Another doctor visit

Fetched from my LiveJournal, because I am that lazy!

The last two nights, whenever I laid down on my left side, I had a crushing pain in the center of my chest, with some of the pain protruding toward my back. I normally sleep on my left side, although I move to other positions briefly during the night. When I slept on my back, propped up with a couple pillows, I had no pain.

Yesterday after I came home I did not eat for the rest of the day, to make sure it was not that. (But usually problems with a full stomach only show up when I sleep on my right side. Acid reflux, and not in the good way.)

At work today, I was plagued with bouts of shivering and extreme tiredness. I called my regular physician center (local clinic) and when I mentioned the nightly chest pain, they asked me to come in at once for a check. I only had time to throw on my jacket and tie my shoelaces before hurrying to the bus.

Of course, when I laid down on the observation bench, trying my best to emulate the position I sleep at night, there was no pain at all. I noticed that the bench was a lot harder. If the pain returns, I may try to find a harder surface and see. Though I am not sure that will fix the sleepiness during daytime, at least for the first couple weeks…
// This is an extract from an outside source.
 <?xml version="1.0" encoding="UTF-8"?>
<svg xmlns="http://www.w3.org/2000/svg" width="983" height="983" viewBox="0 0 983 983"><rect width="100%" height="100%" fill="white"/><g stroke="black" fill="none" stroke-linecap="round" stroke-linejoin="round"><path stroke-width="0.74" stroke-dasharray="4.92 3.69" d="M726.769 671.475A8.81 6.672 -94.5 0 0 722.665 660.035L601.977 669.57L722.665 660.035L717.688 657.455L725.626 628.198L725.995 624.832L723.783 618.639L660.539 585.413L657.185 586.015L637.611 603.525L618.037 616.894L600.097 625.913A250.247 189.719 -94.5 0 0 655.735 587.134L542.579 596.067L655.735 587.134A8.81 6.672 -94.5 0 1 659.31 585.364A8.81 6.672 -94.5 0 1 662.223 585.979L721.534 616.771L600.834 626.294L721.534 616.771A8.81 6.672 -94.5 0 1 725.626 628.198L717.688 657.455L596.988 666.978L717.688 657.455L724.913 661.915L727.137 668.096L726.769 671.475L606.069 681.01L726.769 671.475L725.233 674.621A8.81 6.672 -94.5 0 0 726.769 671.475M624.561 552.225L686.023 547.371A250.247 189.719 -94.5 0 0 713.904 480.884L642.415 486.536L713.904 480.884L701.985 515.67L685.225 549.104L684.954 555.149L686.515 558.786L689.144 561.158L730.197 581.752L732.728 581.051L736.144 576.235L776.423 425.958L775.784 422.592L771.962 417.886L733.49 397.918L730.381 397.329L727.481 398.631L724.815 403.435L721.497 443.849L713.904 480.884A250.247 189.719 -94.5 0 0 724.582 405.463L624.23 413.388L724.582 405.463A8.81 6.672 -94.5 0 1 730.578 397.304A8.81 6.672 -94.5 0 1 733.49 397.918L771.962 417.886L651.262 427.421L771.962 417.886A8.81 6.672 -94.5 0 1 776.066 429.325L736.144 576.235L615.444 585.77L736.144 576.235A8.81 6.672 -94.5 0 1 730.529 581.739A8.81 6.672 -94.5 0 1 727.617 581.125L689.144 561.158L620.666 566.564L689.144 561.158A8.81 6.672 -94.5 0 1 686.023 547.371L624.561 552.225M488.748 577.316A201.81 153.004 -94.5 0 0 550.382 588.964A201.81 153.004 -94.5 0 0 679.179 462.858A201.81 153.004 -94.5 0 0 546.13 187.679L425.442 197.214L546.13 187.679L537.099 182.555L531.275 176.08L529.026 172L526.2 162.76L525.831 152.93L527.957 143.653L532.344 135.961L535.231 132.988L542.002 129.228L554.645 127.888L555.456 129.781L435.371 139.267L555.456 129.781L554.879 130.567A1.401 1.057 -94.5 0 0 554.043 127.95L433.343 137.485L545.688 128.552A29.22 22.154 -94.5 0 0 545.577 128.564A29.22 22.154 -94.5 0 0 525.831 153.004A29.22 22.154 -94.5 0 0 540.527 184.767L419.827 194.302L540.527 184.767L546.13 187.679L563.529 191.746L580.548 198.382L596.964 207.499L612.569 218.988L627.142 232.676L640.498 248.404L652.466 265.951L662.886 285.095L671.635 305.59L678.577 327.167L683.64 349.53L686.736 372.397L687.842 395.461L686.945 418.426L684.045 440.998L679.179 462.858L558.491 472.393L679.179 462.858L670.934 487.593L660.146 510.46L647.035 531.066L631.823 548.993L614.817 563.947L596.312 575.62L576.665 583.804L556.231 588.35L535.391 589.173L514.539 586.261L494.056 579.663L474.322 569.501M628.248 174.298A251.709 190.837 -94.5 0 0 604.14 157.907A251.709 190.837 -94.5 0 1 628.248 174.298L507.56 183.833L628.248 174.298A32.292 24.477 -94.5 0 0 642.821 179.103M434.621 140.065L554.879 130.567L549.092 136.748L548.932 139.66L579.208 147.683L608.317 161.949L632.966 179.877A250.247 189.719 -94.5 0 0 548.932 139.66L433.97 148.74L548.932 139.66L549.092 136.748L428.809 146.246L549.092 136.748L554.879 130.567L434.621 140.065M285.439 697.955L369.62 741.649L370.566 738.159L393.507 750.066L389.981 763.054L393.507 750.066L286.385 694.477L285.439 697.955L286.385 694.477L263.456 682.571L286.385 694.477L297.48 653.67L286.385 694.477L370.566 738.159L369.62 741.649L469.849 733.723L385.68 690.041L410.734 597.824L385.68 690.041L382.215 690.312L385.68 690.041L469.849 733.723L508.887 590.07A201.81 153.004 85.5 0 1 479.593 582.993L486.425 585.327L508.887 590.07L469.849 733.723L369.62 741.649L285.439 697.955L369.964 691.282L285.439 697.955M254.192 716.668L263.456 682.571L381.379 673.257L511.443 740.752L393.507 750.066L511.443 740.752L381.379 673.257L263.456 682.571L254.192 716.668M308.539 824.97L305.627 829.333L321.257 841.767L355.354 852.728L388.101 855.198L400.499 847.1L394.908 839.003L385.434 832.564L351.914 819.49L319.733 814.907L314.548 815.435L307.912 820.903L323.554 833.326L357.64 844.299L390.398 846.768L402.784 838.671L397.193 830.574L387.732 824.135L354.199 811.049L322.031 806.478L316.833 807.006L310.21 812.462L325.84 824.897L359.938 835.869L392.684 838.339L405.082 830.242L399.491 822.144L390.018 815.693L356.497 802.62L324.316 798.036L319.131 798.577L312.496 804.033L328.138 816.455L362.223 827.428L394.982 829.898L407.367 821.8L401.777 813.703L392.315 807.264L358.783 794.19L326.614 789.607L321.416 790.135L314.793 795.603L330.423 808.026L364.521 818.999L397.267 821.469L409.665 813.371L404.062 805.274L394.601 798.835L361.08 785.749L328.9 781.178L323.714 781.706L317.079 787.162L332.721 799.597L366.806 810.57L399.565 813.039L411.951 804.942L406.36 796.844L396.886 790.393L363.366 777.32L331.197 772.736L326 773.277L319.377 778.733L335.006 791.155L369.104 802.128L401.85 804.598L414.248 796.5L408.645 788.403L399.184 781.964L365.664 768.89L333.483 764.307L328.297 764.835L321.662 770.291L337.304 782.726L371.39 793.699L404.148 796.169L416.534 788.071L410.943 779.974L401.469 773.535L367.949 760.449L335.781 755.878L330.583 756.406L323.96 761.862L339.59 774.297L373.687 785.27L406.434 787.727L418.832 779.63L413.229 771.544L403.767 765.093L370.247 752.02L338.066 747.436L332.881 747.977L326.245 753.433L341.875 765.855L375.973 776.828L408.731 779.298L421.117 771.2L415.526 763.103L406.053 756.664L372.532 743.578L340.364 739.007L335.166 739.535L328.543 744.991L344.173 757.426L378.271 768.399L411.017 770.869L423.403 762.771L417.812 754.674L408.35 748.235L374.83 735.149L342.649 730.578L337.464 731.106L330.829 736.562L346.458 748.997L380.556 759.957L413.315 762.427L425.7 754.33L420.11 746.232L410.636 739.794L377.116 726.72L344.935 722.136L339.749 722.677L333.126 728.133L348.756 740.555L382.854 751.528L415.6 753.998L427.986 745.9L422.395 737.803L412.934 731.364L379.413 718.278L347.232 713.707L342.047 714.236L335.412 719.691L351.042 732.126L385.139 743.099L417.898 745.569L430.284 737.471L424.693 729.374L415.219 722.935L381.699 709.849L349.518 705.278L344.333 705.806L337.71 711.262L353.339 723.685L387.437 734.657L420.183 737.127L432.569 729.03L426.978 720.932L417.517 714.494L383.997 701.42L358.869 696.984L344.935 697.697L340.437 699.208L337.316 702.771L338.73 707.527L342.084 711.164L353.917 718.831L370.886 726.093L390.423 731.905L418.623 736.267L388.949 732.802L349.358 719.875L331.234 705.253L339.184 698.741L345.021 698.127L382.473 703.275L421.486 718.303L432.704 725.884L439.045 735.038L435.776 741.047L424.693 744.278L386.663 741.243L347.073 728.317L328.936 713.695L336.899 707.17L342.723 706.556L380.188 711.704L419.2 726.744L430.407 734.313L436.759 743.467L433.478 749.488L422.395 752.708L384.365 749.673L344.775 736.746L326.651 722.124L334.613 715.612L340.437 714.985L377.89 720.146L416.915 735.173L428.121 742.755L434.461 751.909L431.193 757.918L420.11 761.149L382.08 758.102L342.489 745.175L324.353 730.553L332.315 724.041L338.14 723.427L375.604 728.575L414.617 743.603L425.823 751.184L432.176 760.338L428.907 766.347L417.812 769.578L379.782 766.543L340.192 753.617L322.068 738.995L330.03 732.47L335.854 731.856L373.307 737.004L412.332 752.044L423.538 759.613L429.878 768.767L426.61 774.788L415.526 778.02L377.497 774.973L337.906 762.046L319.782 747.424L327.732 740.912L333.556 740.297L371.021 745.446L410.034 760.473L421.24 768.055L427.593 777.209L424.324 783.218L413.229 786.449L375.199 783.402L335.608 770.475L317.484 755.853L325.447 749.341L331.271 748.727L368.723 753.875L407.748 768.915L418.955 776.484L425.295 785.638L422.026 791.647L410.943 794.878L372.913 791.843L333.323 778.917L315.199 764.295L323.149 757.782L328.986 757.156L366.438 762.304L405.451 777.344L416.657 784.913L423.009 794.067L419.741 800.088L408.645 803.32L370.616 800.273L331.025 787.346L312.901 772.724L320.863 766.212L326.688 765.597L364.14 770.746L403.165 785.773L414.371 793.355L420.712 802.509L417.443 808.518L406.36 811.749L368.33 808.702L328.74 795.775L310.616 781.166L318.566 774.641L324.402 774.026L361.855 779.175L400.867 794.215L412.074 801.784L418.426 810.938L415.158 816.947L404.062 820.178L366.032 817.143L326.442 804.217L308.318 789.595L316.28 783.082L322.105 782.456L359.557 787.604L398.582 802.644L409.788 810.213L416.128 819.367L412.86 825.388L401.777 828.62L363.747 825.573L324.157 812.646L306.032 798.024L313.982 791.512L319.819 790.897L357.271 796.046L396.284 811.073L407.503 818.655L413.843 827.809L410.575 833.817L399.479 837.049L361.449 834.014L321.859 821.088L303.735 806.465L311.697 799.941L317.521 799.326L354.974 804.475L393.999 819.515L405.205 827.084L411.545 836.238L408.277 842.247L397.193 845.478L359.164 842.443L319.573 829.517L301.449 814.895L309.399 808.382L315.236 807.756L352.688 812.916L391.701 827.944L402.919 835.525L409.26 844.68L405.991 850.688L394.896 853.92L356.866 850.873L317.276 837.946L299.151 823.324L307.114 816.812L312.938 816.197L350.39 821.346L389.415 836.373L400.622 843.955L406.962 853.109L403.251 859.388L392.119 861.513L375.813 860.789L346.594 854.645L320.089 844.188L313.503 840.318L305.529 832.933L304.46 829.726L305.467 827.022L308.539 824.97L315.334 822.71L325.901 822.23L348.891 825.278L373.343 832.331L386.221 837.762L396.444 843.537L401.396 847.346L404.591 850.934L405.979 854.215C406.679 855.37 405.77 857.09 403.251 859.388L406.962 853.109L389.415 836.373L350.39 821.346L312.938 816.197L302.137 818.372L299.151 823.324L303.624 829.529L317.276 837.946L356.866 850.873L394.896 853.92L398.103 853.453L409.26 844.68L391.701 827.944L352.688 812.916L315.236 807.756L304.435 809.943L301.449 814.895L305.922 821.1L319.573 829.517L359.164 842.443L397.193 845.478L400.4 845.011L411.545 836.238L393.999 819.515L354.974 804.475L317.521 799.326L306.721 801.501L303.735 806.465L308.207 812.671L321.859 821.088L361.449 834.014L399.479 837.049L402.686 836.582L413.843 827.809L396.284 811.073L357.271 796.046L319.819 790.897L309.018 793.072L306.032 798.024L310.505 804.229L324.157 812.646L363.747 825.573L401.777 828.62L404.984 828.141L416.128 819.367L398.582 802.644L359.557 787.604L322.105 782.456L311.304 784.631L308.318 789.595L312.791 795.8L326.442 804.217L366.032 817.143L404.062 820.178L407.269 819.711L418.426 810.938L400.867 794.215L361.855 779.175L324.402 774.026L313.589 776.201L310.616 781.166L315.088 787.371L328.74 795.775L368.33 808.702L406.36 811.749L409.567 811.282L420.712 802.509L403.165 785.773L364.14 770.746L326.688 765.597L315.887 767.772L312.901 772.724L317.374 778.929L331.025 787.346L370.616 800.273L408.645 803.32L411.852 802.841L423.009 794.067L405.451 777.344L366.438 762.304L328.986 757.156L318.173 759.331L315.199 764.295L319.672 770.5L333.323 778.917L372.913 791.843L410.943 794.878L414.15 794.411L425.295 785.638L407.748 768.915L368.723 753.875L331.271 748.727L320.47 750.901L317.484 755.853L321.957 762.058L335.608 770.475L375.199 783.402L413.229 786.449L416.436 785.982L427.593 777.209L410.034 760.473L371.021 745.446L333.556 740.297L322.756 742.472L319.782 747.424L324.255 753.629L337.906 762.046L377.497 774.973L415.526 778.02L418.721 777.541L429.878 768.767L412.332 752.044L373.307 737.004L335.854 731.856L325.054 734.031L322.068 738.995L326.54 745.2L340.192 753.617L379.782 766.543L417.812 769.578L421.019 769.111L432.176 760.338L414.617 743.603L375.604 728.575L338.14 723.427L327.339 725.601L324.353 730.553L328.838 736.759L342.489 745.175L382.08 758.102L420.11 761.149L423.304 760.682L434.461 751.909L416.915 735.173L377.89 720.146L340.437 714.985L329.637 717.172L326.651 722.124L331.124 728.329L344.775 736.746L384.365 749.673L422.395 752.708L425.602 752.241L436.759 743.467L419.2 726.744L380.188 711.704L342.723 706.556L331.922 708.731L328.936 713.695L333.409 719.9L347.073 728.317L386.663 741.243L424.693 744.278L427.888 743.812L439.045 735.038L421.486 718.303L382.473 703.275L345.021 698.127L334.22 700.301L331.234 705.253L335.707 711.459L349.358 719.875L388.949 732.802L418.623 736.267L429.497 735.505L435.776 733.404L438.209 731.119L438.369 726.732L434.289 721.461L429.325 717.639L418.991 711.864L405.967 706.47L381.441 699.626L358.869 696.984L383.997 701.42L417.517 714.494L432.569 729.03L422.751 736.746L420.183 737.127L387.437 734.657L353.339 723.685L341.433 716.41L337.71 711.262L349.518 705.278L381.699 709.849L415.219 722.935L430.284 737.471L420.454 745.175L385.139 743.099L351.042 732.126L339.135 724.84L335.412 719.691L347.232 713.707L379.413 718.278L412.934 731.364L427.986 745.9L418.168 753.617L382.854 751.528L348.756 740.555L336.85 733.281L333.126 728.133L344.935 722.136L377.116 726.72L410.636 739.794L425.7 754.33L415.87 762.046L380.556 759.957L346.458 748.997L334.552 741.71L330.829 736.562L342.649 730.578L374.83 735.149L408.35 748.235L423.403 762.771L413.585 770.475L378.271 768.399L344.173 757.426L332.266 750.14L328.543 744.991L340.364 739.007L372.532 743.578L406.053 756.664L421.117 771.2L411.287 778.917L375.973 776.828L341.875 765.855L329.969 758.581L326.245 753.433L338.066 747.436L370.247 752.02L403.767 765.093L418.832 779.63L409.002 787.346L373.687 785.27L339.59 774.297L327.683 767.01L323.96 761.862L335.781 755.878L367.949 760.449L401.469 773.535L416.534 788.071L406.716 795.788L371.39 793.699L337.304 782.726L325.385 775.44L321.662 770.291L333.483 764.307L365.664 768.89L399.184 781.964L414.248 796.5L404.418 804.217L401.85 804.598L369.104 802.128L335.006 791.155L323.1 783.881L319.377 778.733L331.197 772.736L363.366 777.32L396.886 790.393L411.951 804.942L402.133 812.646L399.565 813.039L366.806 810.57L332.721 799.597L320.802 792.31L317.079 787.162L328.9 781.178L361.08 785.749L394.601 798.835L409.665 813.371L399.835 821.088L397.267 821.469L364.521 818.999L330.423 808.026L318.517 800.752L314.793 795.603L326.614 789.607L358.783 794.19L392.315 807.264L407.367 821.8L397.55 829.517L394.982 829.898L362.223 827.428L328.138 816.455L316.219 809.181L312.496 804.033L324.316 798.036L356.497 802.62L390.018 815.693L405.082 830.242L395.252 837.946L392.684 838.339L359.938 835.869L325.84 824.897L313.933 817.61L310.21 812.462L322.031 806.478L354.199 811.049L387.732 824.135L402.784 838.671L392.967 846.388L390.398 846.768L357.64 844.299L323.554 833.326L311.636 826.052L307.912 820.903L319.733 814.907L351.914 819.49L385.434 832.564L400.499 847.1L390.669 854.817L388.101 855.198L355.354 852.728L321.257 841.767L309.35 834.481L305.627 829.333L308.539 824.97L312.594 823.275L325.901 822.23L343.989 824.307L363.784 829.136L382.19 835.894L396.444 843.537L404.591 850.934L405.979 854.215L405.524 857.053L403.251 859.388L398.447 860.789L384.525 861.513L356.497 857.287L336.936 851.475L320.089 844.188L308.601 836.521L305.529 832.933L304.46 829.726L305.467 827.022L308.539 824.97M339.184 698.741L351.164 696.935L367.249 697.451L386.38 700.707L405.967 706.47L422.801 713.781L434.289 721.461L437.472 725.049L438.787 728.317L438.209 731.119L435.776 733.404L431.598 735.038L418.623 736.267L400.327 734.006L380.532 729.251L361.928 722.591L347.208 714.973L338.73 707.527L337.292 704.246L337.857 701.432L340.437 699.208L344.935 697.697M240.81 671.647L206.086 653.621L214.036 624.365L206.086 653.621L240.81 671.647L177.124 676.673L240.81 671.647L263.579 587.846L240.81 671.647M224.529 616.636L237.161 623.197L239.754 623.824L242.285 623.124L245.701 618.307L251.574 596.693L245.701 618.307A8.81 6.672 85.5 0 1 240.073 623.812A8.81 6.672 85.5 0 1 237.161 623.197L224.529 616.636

There was as usual nothing wrong with my heart. I told the doctor as much. My familiy is basically immune to heart problems, except for a certain slowness of the heart as we grow older. (Then again, my family is prone to age-related diabetes, and I have so far not the faintest hint of it, so perhaps I should not rely entirely on genotype…)

The doctor thought it must be something muscular that bothered me. That’s pretty vague. It is certainly unlike any of the back pains I have had from lifting badly or sleeping weirdly or playing roughly. Then again my legs and arms and back have been stiff ever since I bought the latest book, just before this problem set on, so who knows.

She ordered a bunch of blood tests that would, she said, reveal whether my internal organs worked as they should. I expressed amazement that I lived in an age where you could find out such things just from a blood test. I did not voice my suspicion that doctors use blood tests much like their predecessors used leeches, to make people feel better by having blood drawn from them. It worked for generations, so why not? Seriously though, I thought that was still 10 years in the future, to check up on liver and pancreas and the gang just with a couple vials of blood. I must have missed a couple issues of Science Illustrated.

The doctor was an intern, I think you call them in English. (American?) They have taken their exams but have to work with some supervision for a while at various locations. She looked underage. Am I really old enough to think that about my doctors? Oh well, at least she should be updated with the newest science (and without some of the old mistakes).

It is kind of embarrassing if it turns out to have been nothing dramatic this time either, but it beats the alternative. I want to work till I am 75 or 80 after all, like my ancestors!